I am curious about some of the statements you made, because I am not aware of
the data supporting them, and yet they could change my analysis completely.
Specifically, why do you say that "the cost to lay cable in the US is higher
by several orders of magnitude?" Is there a valid reason for why US prices are
so much higher, and are they really?

In terms of areas with higher population density having different prices --
I'm not sure that it's entirely true that they can't do that, since here in
Canada it's fairly standard practice to vary prices for Internet service by
postal code.

------
paul_houle
I'm in a rural area with monopoly DSL from Frontier. These days they use
repeaters to service people that are more than 18k feet from the CO:

<http://www.flickr.com/photos/paul_houle/3340856649/>

If you're far from the CO they use an ordinary DSL line card that communicates
to the repeater, which itself contains both a DSL modem and a line card that
talks to your DSL modem.

This strategy is good in the short term, but they'd be better off running a
fiber bundle to the repeater farm in the long term.

Cable service terminates about 1.5 miles from my house: everyone who wants TV
gets it by satellite, so Time Warner doesn't think it could get enough
customers to justify further build-out.

The main trouble w/ Frontier is reliability: the ATM network that hooks up DSL
line cards to the network goes down regularly, particularly on the weekends.
They've been making noises about a preposterously low 5 GB cap, but haven't
enforced it. I wouldn't mind having some reasonable way to pay $1 a GB or so
past a certain point, but there's been no talk about that.

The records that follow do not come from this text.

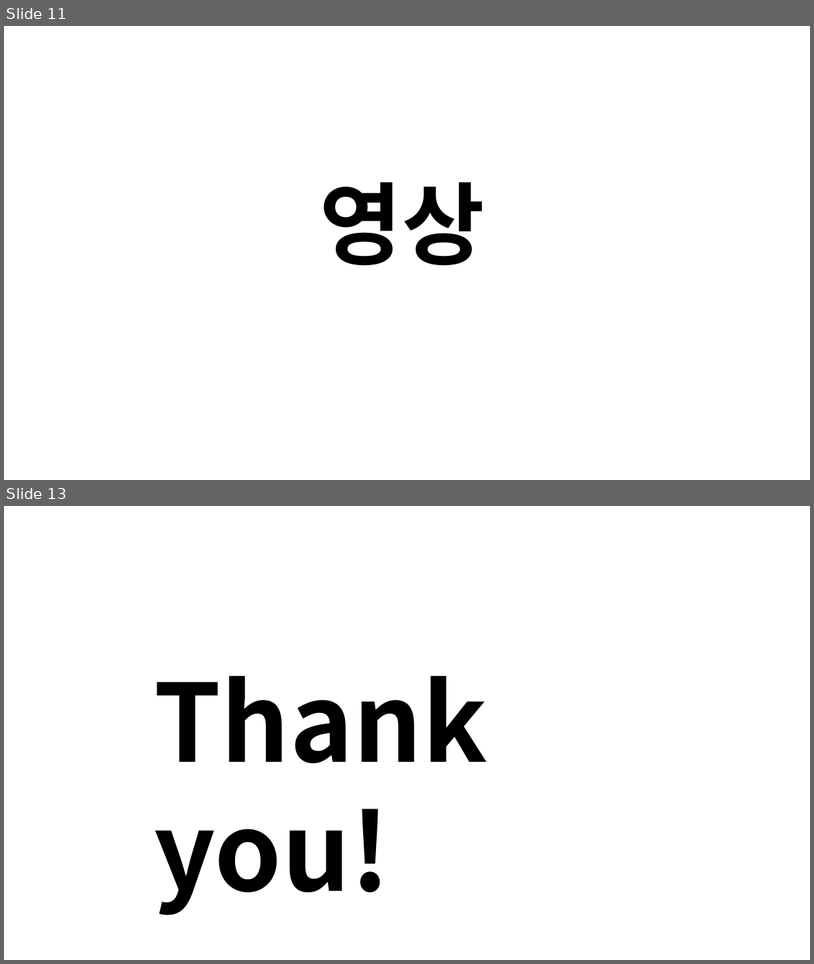
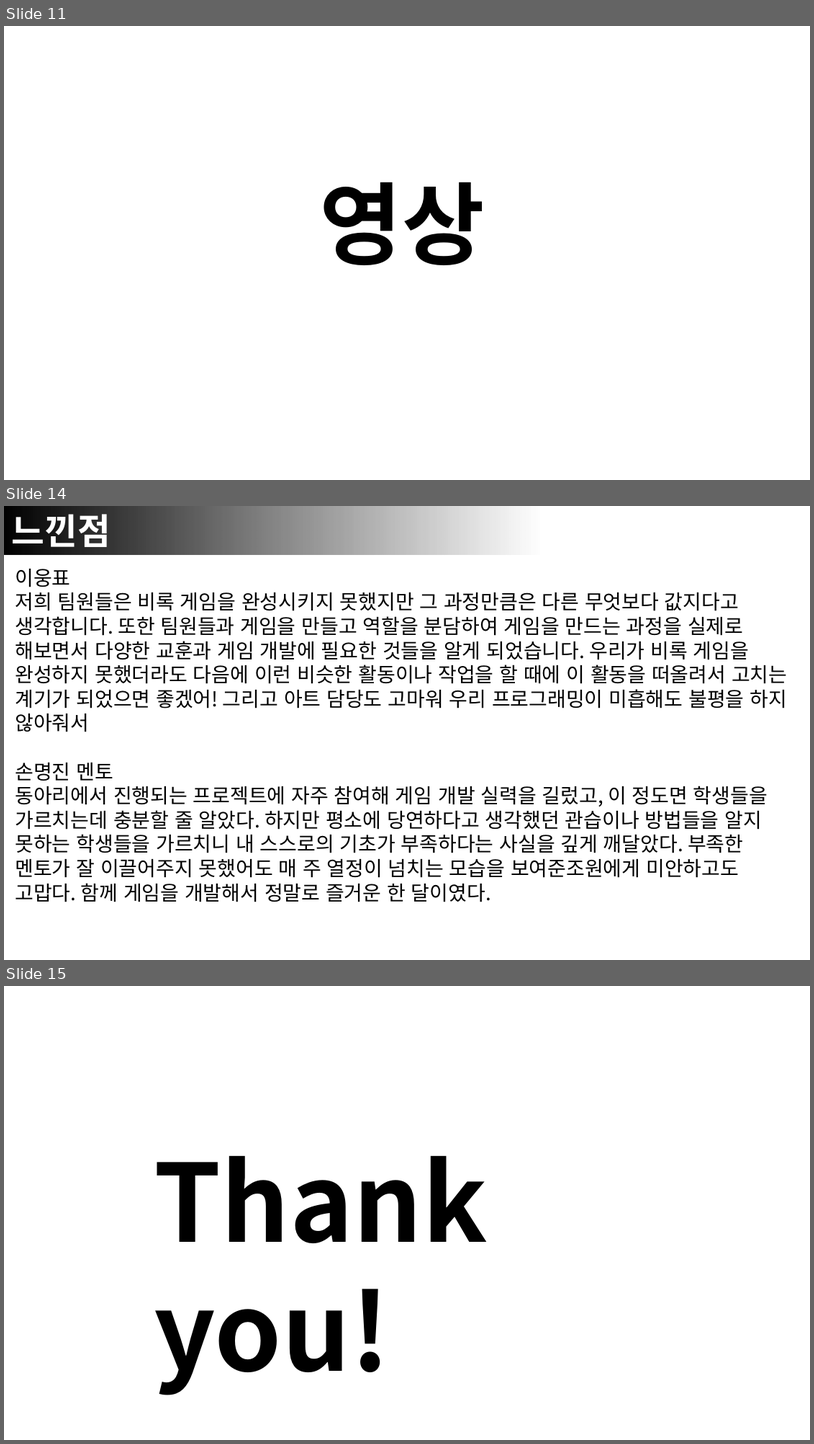
Before and after one commit to MyeonzinSon/RhythmFamily, a slide deck: 3조 발표자료.pptx. Shown one above the other, each under a label of ours: slides 11 and 13 before the commit, slides 11, 14 and 15 after it; the slides between them are not shown. The pictures are 814x964 and 814x1444 pixels, drawn with LibreOffice and Linux fonts; fonts in the diff are those of the drawing. Boxes give left, top, right and bottom in pixels: in the first picture for what was removed or moved away, otherwise in the second. Text is boxed around its words. In the diff, an @@ line names an element or a change of style, - is before the commit and + after.

Commit message:
악령퇴치 작업중...

```diff
--- a/3조 발표자료.pptx
+++ b/3조 발표자료.pptx
@@ slide 14 added at <box>4,506,810,960</box>, background #FFFFFF @@
@@ rectangle added at <box>4,506,540,554</box>, fill gradient #000000, 32 pt, text #FFFFFF, bold @@
+느낀점
@@ text added at <box>15,569,787,902</box>, 18 pt, text #000000 @@
+이웅표
+저희 팀원들은 비록 게임을 완성시키지 못했지만 그 과정만큼은 다른 무엇보다 값지다고 생각합니다. 또한 팀원들과 게임을 만들고 역할을 분담하여 게임을 만드는 과정을 실제로 해보면서 다양한 교훈과 게임 개발에 필요한 것들을 알게 되었습니다. 우리가 비록 게임을 완성하지 못했더라도 다음에 이런 비슷한 활동이나 작업을 할 때에 이 활동을 떠올려서 고치는 계기가 되었으면 좋겠어! 그리고 아트 담당도 고마워 우리 프로그래밍이 미흡해도 불평을 하지 않아줘서
+손명진 멘토
+동아리에서 진행되는 프로젝트에 자주 참여해 게임 개발 실력을 길렀고, 이 정도면 학생들을 가르치는데 충분할 줄 알았다. 하지만 평소에 당연하다고 생각했던 관습이나 방법들을 알지 못하는 학생들을 가르치니 내 스스로의 기초가 부족하다는 사실을 깊게 깨달았다. 부족한 멘토가 잘 이끌어주지 못했어도 매 주 열정이 넘치는 모습을 보여준조원에게 미안하고도 고맙다. 함께 게임을 개발해서 정말로 즐거운 한 달이였다.
@@ what was slide 13 is now slide 15 @@
```
Also in this commit, not shown: 1 slide changed, 1 other slide added, 57 other files.
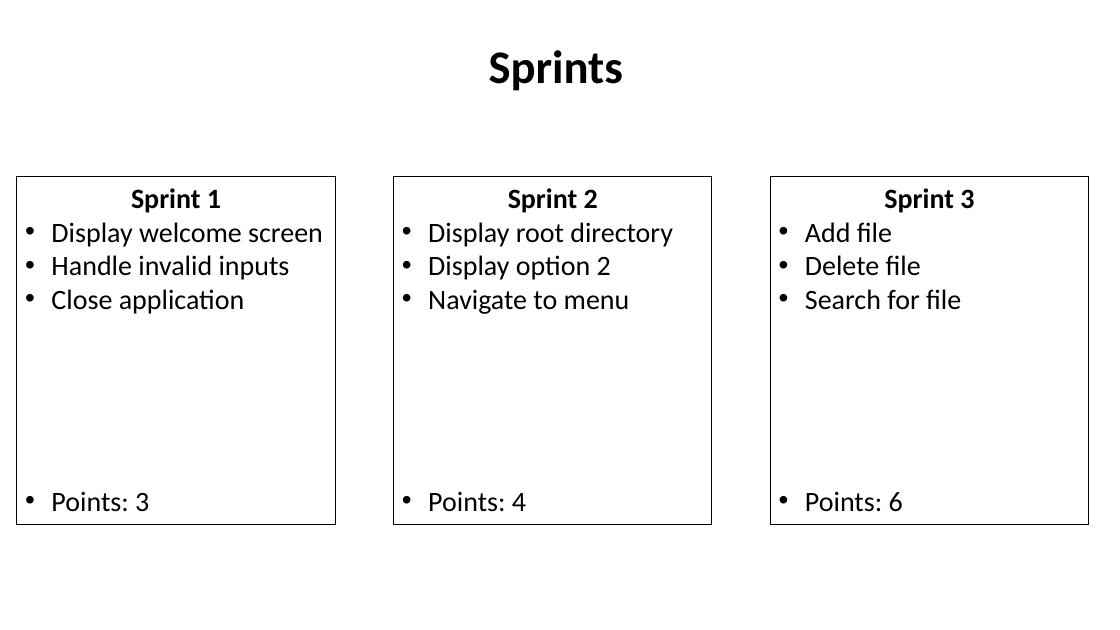
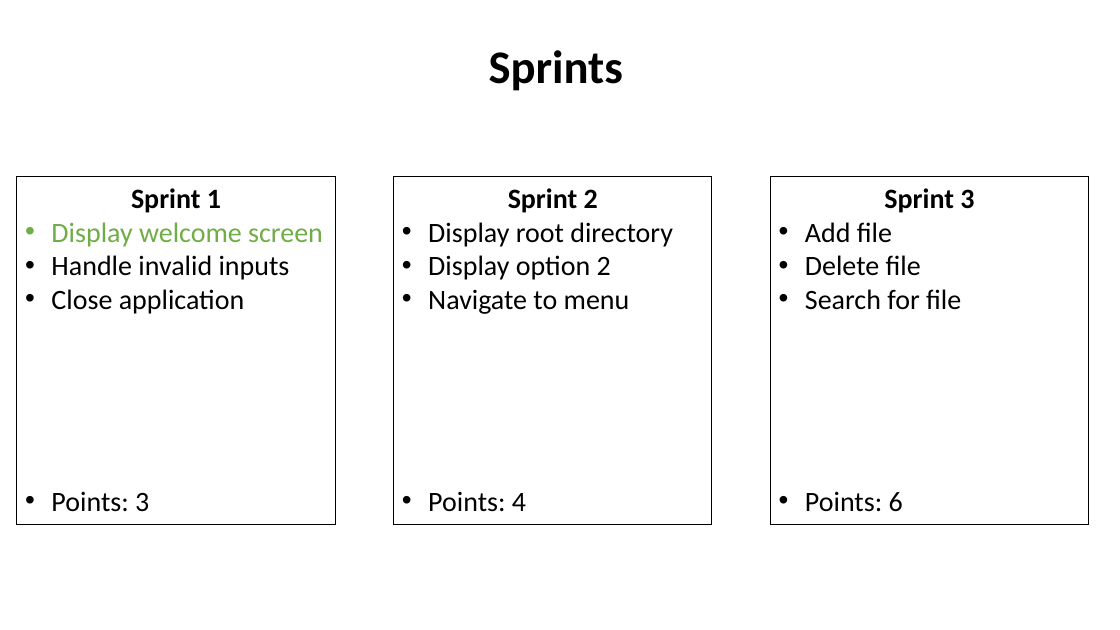
Before and after one commit to ScottWillmarth/PhaseEnd1, a slide deck: slide 12 of User stories.pptx. Drawn at 1120x630 pixels with LibreOffice and Linux fonts; fonts in the diff are those of the drawing. Boxes give left, top, right and bottom in pixels: in the first picture for what was removed or moved away, otherwise in the second. Text is boxed around its words. In the diff, an @@ line names an element or a change of style, - is before the commit and + after.

```diff
--- a/User stories.pptx
+++ b/User stories.pptx
@@ text in rectangle at bbox=[51, 222, 323, 247]: text colour #000000 to #70AD47 in "Display welcome screen" @@
```
Also in this commit, not shown: 1 other file.
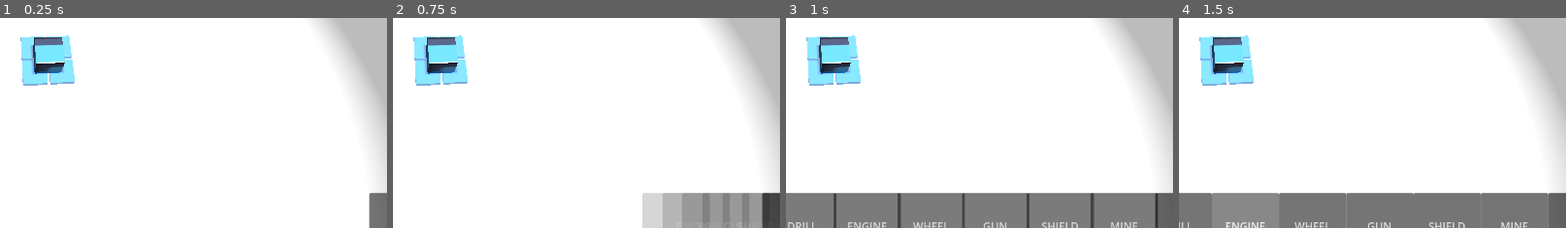
Above: before the commit, frames 1-4 (left to right).
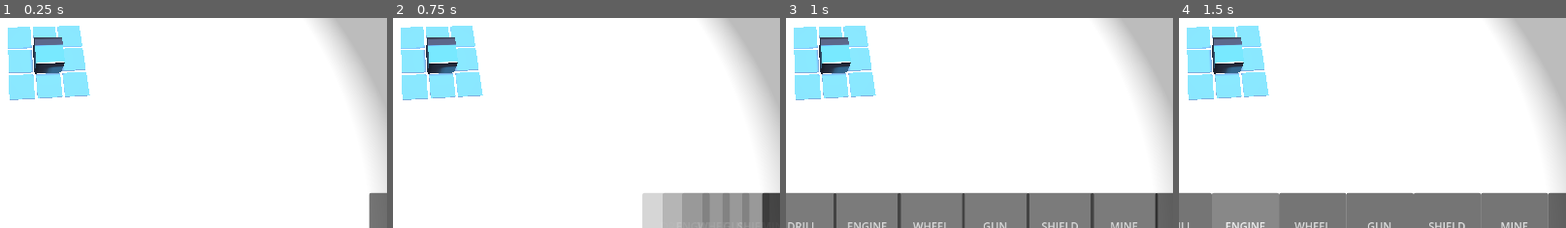
Above: after the commit, the same moments.

Repository: HedgeLizards/major
Game: Godot game, scene res://scenes/world.tscn
Same seed, same stepped clock (60 frames per second), same inputs: the game is played once before the commit and once after it. The engine's default icon, where the game draws it, is replaced by a stand-in: a white triangle on a blue panel in a dark square.
Inputs:
- Up to frame 1 (0.25 s): no input
- Up to frame 2 (0.75 s): click "BUILD" at 0.5 s
- Up to frame 3 (1 s): no input
- Up to frame 4 (1.5 s): click "ENGINE" at 1.25 s
The pictures show only the part of the screen within x 44-94%, y 42-92%; the shares and areas given below are measured in that part.

The runs differ from the first frame. In frame 1, 4.1% of the frame differs, in the area x 2-24%, y 3-40%; in frame 2, 4.1%; in frame 3, 4.1%; in frame 4, 4.1%.

Commit message:
Add a proper grid system to Vehicle

Diff:
--- /dev/null
+++ b/code/Placeholder.gd
@@ -0,0 +1,4 @@
+extends MeshInstance3D
+
+func _ready():
+	set_surface_override_material(0, get_surface_override_material(0).duplicate())
--- a/code/Vehicle.gd
+++ b/code/Vehicle.gd
@@ -1,10 +1,32 @@
 extends Node3D
 
-var hovered_cell
+var Placeholder = preload('res://scenes/placeholder.tscn')
+var core_row = 1
+var core_column = 1
+var hovered_row
+var hovered_column
 var forward_speed := 5
 var rotation_speed := 1.0 * PI
 
+@onready var grid = [
+	[null, null, null],
+	[null, $Body/Engine, null],
+	[null, null, null],
+]
 @onready var camera = $Camera3D
+
+func _ready():
+	for r in grid.size():
+		for c in grid[0].size():
+			if grid[r][c] == null:
+				var placeholder = Placeholder.instantiate()
+
+				grid[r][c] = placeholder
+
+				placeholder.position.z = r - core_row
+				placeholder.position.x = c - core_column
+
+				$Body.add_child(placeholder)
 
 func _unhandled_input(event):
 	if !event is InputEventMouseMotion:
@@ -15,29 +37,32 @@
 		camera.project_ray_origin(mouse_position),
 		camera.project_ray_normal(mouse_position)
 	)
-	var new_hovered_cell
+	var new_hovered_row
+	var new_hovered_column
 
-	if intersection_point == null:
-		pass
-	elif intersection_point.x >= -1 && intersection_point.x < 0 && intersection_point.z >= -1 && intersection_point.z < 0:
-		new_hovered_cell = 1
-	elif intersection_point.x >= 0 && intersection_point.x < 1 && intersection_point.z >= -1 && intersection_point.z < 0:
-		new_hovered_cell = 2
-	elif intersection_point.x >= 0 && intersection_point.x < 1 && intersection_point.z >= 0 && intersection_point.z < 1:
-		new_hovered_cell = 3
-	elif intersection_point.x >= -1 && intersection_point.x < 0 && intersection_point.z >= 0 && intersection_point.z < 1:
-		new_hovered_cell = 4
+	if intersection_point != null:
+		intersection_point = (intersection_point - position).rotated(Vector3.UP, -$Body.rotation.y)
 
-	if new_hovered_cell == hovered_cell:
+		new_hovered_row = floor(intersection_point.z + 0.5) + core_row
+		new_hovered_column = floor(intersection_point.x + 0.5) + core_column
+
+		if new_hovered_row < 0 || new_hovered_row >= grid.size() || \
+			new_hovered_column < 0 || new_hovered_column >= grid[0].size() || \
+			grid[new_hovered_row][new_hovered_column].name == 'Core':
+			new_hovered_row = null
+			new_hovered_column = null
+
+	if new_hovered_row == hovered_row && new_hovered_column == hovered_column:
 		return
 
-	if hovered_cell != null:
-		get_node("Body/Cell%d" % hovered_cell).get_surface_override_material(0).albedo_color = Color(0, 0.5, 1, 0.5)
+	if hovered_row != null:
+		grid[hovered_row][hovered_column].get_surface_override_material(0).albedo_color = Color(0, 0.5, 1, 0.5)
 
-	hovered_cell = new_hovered_cell
+	hovered_row = new_hovered_row
+	hovered_column = new_hovered_column
 
-	if hovered_cell != null:
-		get_node("Body/Cell%d" % hovered_cell).get_surface_override_material(0).albedo_color = Color(1, 0.5, 0, 0.5)
+	if hovered_row != null:
+		grid[hovered_row][hovered_column].get_surface_override_material(0).albedo_color = Color(1, 0.5, 0, 0.5)
 
 
 func _physics_process(delta: float):
--- a/project.godot
+++ b/project.godot
@@ -17,7 +17,7 @@
 
 [display]
 
-window/size/mode=4
+window/size/mode=3
 
 [input]
 
--- /dev/null
+++ b/scenes/engine.tscn
@@ -0,0 +1,12 @@
+[gd_scene load_steps=4 format=3 uid="uid://c3bkqnsp2ha6r"]
+
+[ext_resource type="Texture2D" uid="uid://0sr0a0kr4dta" path="res://icon.svg" id="1_e2klx"]
+
+[sub_resource type="BoxMesh" id="BoxMesh_jw625"]
+
+[sub_resource type="StandardMaterial3D" id="StandardMaterial3D_7shco"]
+albedo_texture = ExtResource("1_e2klx")
+
+[node name="Engine" type="MeshInstance3D"]
+mesh = SubResource("BoxMesh_jw625")
+surface_material_override/0 = SubResource("StandardMaterial3D_7shco")
--- /dev/null
+++ b/scenes/placeholder.tscn
@@ -0,0 +1,15 @@
+[gd_scene load_steps=4 format=3 uid="uid://bum7r75uny8oo"]
+
+[ext_resource type="Script" path="res://code/Placeholder.gd" id="1_turak"]
+
+[sub_resource type="BoxMesh" id="BoxMesh_ga8bv"]
+size = Vector3(0.9, 0.2, 0.9)
+
+[sub_resource type="StandardMaterial3D" id="StandardMaterial3D_nvnn2"]
+transparency = 1
+albedo_color = Color(0, 0.501961, 1, 0.501961)
+
+[node name="Placeholder" type="MeshInstance3D"]
+mesh = SubResource("BoxMesh_ga8bv")
+surface_material_override/0 = SubResource("StandardMaterial3D_nvnn2")
+script = ExtResource("1_turak")
--- a/scenes/vehicle.tscn
+++ b/scenes/vehicle.tscn
@@ -1,31 +1,7 @@
-[gd_scene load_steps=10 format=3 uid="uid://dukdcih3ch01f"]
+[gd_scene load_steps=3 format=3 uid="uid://dukdcih3ch01f"]
 
-[ext_resource type="Texture2D" uid="uid://0sr0a0kr4dta" path="res://icon.svg" id="1_fsdsb"]
 [ext_resource type="Script" path="res://code/Vehicle.gd" id="2_ewdcd"]
-
-[sub_resource type="BoxMesh" id="BoxMesh_jw625"]
-
-[sub_resource type="StandardMaterial3D" id="StandardMaterial3D_7shco"]
-albedo_texture = ExtResource("1_fsdsb")
-
-[sub_resource type="BoxMesh" id="BoxMesh_ga8bv"]
-size = Vector3(0.9, 0.2, 0.9)
-
-[sub_resource type="StandardMaterial3D" id="StandardMaterial3D_jcd57"]
-transparency = 1
-albedo_color = Color(0, 0.501961, 1, 0.501961)
-
-[sub_resource type="StandardMaterial3D" id="StandardMaterial3D_6xa04"]
-transparency = 1
-albedo_color = Color(0, 0.501961, 1, 0.501961)
-
-[sub_resource type="StandardMaterial3D" id="StandardMaterial3D_ohfkx"]
-transparency = 1
-albedo_color = Color(0, 0.501961, 1, 0.501961)
-
-[sub_resource type="StandardMaterial3D" id="StandardMaterial3D_044sg"]
-transparency = 1
-albedo_color = Color(0, 0.501961, 1, 0.501961)
+[ext_resource type="PackedScene" uid="uid://c3bkqnsp2ha6r" path="res://scenes/engine.tscn" id="2_qp2py"]
 
 [node name="Vehicle" type="Node3D"]
 script = ExtResource("2_ewdcd")
@@ -35,34 +11,8 @@
 
 [node name="Body" type="Node3D" parent="."]
 
-[node name="MeshInstance3D" type="MeshInstance3D" parent="Body"]
+[node name="Engine" parent="Body" instance=ExtResource("2_qp2py")]
 transform = Transform3D(1, 0, 0, 0, 1, 0, 0, 0, 1, 0, 0.5, 0)
-mesh = SubResource("BoxMesh_jw625")
-surface_material_override/0 = SubResource("StandardMaterial3D_7shco")
-
-[node name="Cell1" type="MeshInstance3D" parent="Body"]
-transform = Transform3D(1, 0, 0, 0, 1, 0, 0, 0, 1, -0.5, 0.1, -0.5)
-mesh = SubResource("BoxMesh_ga8bv")
-skeleton = NodePath("")
-surface_material_override/0 = SubResource("StandardMaterial3D_jcd57")
-
-[node name="Cell2" type="MeshInstance3D" parent="Body"]
-transform = Transform3D(1, 0, 0, 0, 1, 0, 0, 0, 1, 0.5, 0.1, -0.5)
-mesh = SubResource("BoxMesh_ga8bv")
-skeleton = NodePath("")
-surface_material_override/0 = SubResource("StandardMaterial3D_6xa04")
-
-[node name="Cell3" type="MeshInstance3D" parent="Body"]
-transform = Transform3D(1, 0, 0, 0, 1, 0, 0, 0, 1, 0.5, 0.1, 0.5)
-mesh = SubResource("BoxMesh_ga8bv")
-skeleton = NodePath("")
-surface_material_override/0 = SubResource("StandardMaterial3D_ohfkx")
-
-[node name="Cell4" type="MeshInstance3D" parent="Body"]
-transform = Transform3D(1, 0, 0, 0, 1, 0, 0, 0, 1, -0.5, 0.1, 0.5)
-mesh = SubResource("BoxMesh_ga8bv")
-skeleton = NodePath("")
-surface_material_override/0 = SubResource("StandardMaterial3D_044sg")
 
 [node name="OmniLight3D" type="OmniLight3D" parent="."]
 transform = Transform3D(1, 0, 0, 0, 1, 0, 0, 0, 1, 0, 5, 0)
Not shown, changed: export_presets.cfg

Perhaps white space would help, but I've got no faith in wireless broadband
systems above 1 GHz. Our area is subdivided into narrow and long valleys that
don't get cellphone coverage -- there's an independent ISP that offers
tolerable WiMax service around the city of Ithaca, but they're having trouble
getting a stable upstream connection and trouble getting high-performance DSL
lines to support their infrastructure.

------
biohacker42
Or we could pay private companies to build fiber and then let everyone use it,
which exactly how bridges work.

------
maarek
The fact that this question keeps coming up without a solid, convincing answer
seems to indicate that there is no simple answer. It is most likely a huge
combination of factors.This also means that simply copying one aspect of
another country's solution is likely to be a disaster.

------
drewcrawford
I've always wondered what would happen if local/state governments owned last-
mile fiber/copper lines and auctioned off the usage rights to service
providers.

------
mhb
So is theirs less reliable than ours due to less maintenance of the bits which
they are forced to share?

------
twopoint718
Whatever they do in South Korea, do that here (in the US).

------
lionhearted
Thing that excites me about the future: Strong enough signal reception for
wireless telecommunications that there's minimal need for physical
infrastructure. Monopolies on any form of communication are ugly and greatly
slow down world progress.